== Segment start ==

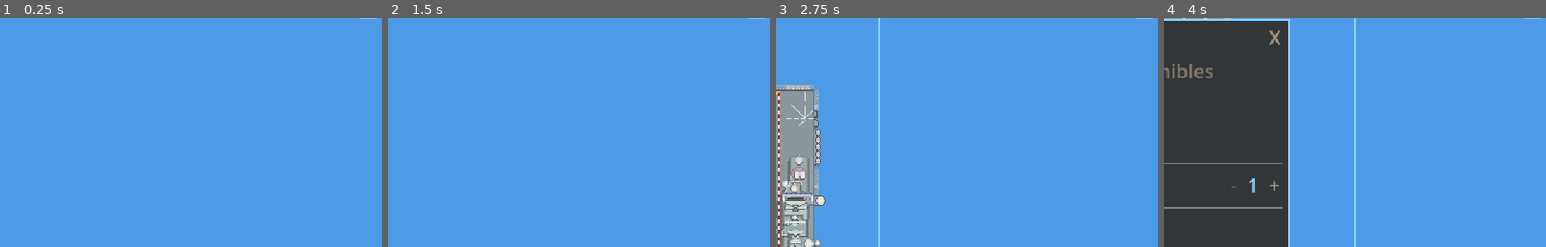
Above: before the commit, frames 1-4 (left to right).
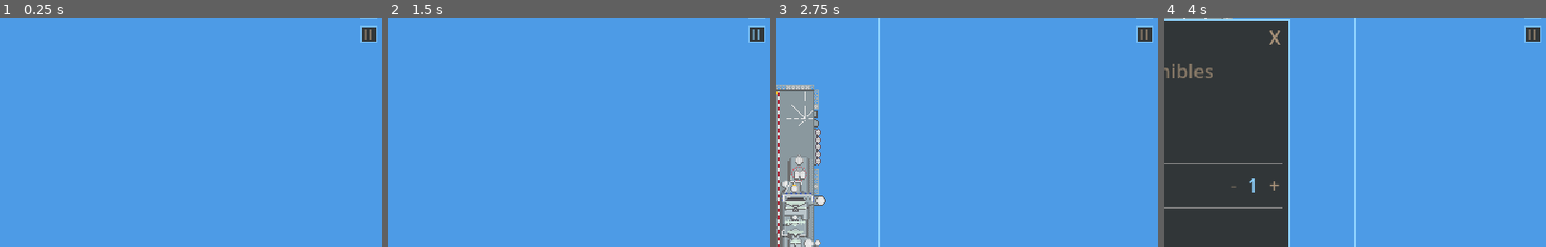
Above: after the commit, the same moments.

Repository: AbdielP/war-project
Game: Godot game, scene res://main.tscn
Same seed, same stepped clock (60 frames per second), same inputs: the game is played once before the commit and once after it.
Inputs (mouse positions are % of the whole screen's width and height, from its top left):
- Up to frame 1 (0.25 s): no input
- Up to frame 2 (1.5 s): click (98, 19) at 0.5 s, where only the run after the commit has a clickable "||"; click (98, 19) at 1.25 s, where only the run after the commit has a clickable ">"
- Up to frame 3 (2.75 s): click "LHD" at 2 s
- Up to frame 4 (4 s): click "Hangar" at 2.75 s; click "+" at 3.5 s
The pictures show only the part of the screen within x 50-100%, y 15-65%; the shares and areas given below are measured in that part.

The runs differ from the first frame. In frame 1, 0.3% of the frame differs, in the area x 94-99%, y 3-11%; in frame 2, 0.3%; in frame 3, 0.3%; in frame 4, 0.3%.

Commit message:
zoom y botón pausa

Diff:
--- a/core/camera/pan_camera.tscn
+++ b/core/camera/pan_camera.tscn
@@ -3,4 +3,5 @@
 [ext_resource type="Script" path="res://core/camera/pan_camera.gd" id="1"]
 
 [node name="PanCamera" type="Camera2D"]
+process_mode = 3
 script = ExtResource("1")
--- a/core/selection/selection_manager.tscn
+++ b/core/selection/selection_manager.tscn
@@ -3,4 +3,5 @@
 [ext_resource type="Script" path="res://core/selection/selection_manager.gd" id="1"]
 
 [node name="SelectionManager" type="Node2D"]
+process_mode = 3
 script = ExtResource("1")
--- a/ui/hud/hud.tscn
+++ b/ui/hud/hud.tscn
@@ -10,8 +10,10 @@
 [ext_resource type="PackedScene" path="res://ui/hud/weapon_bar/weapon_bar.tscn" id="7"]
 [ext_resource type="PackedScene" path="res://ui/hud/target_menu/target_menu.tscn" id="8"]
 [ext_resource type="PackedScene" path="res://ui/hud/zoom_controls/zoom_controls.tscn" id="9"]
+[ext_resource type="PackedScene" path="res://ui/hud/pause_button/pause_button.tscn" id="10"]
 
 [node name="HUD" type="CanvasLayer" unique_id=1219806315]
+process_mode = 3
 script = ExtResource("0")
 
 [node name="EventLog" parent="." unique_id=173143879 instance=ExtResource("1")]
@@ -68,6 +70,8 @@
 
 [node name="ZoomControls" parent="." instance=ExtResource("9")]
 
+[node name="PauseButton" parent="." instance=ExtResource("10")]
+
 [node name="TargetMenu" parent="." instance=ExtResource("8")]
 
 [node name="DeselButton" type="Button" parent="."]
--- /dev/null
+++ b/ui/hud/pause_button/pause_button.gd
@@ -0,0 +1,69 @@
+extends Button
+
+## Congela la partida. Un solo botón que alterna, y **enseña la acción que hace,
+## no el estado en que está**: corriendo se ve `||` (púlsame para pausar) y
+## pausado se ve `>` (púlsame para seguir). Es lo que hace cualquier reproductor
+## y lo que la gente espera; enseñar el estado obliga a pensar cuál de los dos
+## significa qué.
+##
+## No hay cableado con nadie: `paused` es estado del árbol, no de otro nodo, así
+## que no hay a quién pedírselo ni a quién avisar. Lo que tiene que seguir vivo
+## con la partida congelada —HUD, cámara y selección— lo declara cada uno con su
+## `process_mode`, que es donde se ve de un vistazo.
+
+## Emitida al cambiar, por si algo quiere reaccionar (un aviso en el registro,
+## un velo sobre la pantalla). Hoy no la escucha nadie.
+signal pause_toggled(paused: bool)
+
+const _COLOR_TEXT   := Color(0.6705882, 0.5803922, 0.4784314)
+const _COLOR_ACCENT := Color(0.56078434, 0.827451, 1.0)
+const _COLOR_BG     := Color(0.19215686, 0.21176471, 0.21960784)
+
+const _LABEL_RUNNING := "||"
+const _LABEL_PAUSED := ">"
+
+## Tecla que hace lo mismo desde el teclado. `KEY_NONE` la desactiva. En PC se
+## espera poder pausar sin ir al ratón; en táctil y mando manda el botón.
+@export var shortcut_key: Key = KEY_SPACE
+
+
+func _ready() -> void:
+	pressed.connect(_toggle)
+	_refresh()
+
+
+## `_unhandled_key_input` y no el `shortcut` de `Button`: el atajo se maneja
+## igual que el ESC de `SelectionManager`, sin inventar un recurso `Shortcut`
+## para una sola tecla.
+func _unhandled_key_input(event: InputEvent) -> void:
+	if shortcut_key == KEY_NONE:
+		return
+	var key := event as InputEventKey
+	if key != null and key.pressed and not key.echo and key.keycode == shortcut_key:
+		_toggle()
+		get_viewport().set_input_as_handled()
+
+
+func _toggle() -> void:
+	var tree := get_tree()
+	tree.paused = not tree.paused
+	_refresh()
+	pause_toggled.emit(tree.paused)
+
+
+## Pausado, el botón se pinta en color de acento: con la partida congelada no
+## hay movimiento en pantalla que delate el estado, así que tiene que decirlo él.
+func _refresh() -> void:
+	var paused := get_tree().paused
+	text = _LABEL_PAUSED if paused else _LABEL_RUNNING
+	var fg := _COLOR_ACCENT if paused else _COLOR_TEXT
+	for state in ["normal", "hover", "pressed", "focus"]:
+		var box := StyleBoxFlat.new()
+		box.bg_color = _COLOR_BG
+		box.set_border_width_all(1)
+		box.border_color = Color(_COLOR_ACCENT, 1.0 if paused else 0.6)
+		box.set_content_margin_all(0)
+		add_theme_stylebox_override(state, box)
+	add_theme_color_override("font_color", fg)
+	add_theme_color_override("font_hover_color", _COLOR_ACCENT)
+	add_theme_color_override("font_pressed_color", _COLOR_ACCENT)
--- /dev/null
+++ b/ui/hud/pause_button/pause_button.tscn
@@ -0,0 +1,14 @@
+[gd_scene load_steps=2 format=3]
+
+[ext_resource type="Script" path="res://ui/hud/pause_button/pause_button.gd" id="1"]
+
+[node name="PauseButton" type="Button"]
+custom_minimum_size = Vector2(14, 14)
+offset_left = 622.0
+offset_top = 66.0
+offset_right = 636.0
+offset_bottom = 80.0
+tooltip_text = "Pausa"
+theme_override_font_sizes/font_size = 8
+text = "||"
+script = ExtResource("1")
Not shown, added: ui/hud/pause_button/pause_button.gd.uid
Not shown, changed: README.md
Not shown, changed: docs/architecture.md
Not shown, changed: docs/decisions.md

== Segment end ==

**EXERCISE:** Everything from the line containing "Game: Godot game, scene res://main.tscn" through the line containing "- Up to frame 4" in the material above should be retyped exactly, both ends included, and nothing more.

**WRITTEN ANSWER:**
Game: Godot game, scene res://main.tscn
Same seed, same stepped clock (60 frames per second), same inputs: the game is played once before the commit and once after it.
Inputs (mouse positions are % of the whole screen's width and height, from its top left):
- Up to frame 1 (0.25 s): no input
- Up to frame 2 (1.5 s): click (98, 19) at 0.5 s, where only the run after the commit has a clickable "||"; click (98, 19) at 1.25 s, where only the run after the commit has a clickable ">"
- Up to frame 3 (2.75 s): click "LHD" at 2 s
- Up to frame 4 (4 s): click "Hangar" at 2.75 s; click "+" at 3.5 s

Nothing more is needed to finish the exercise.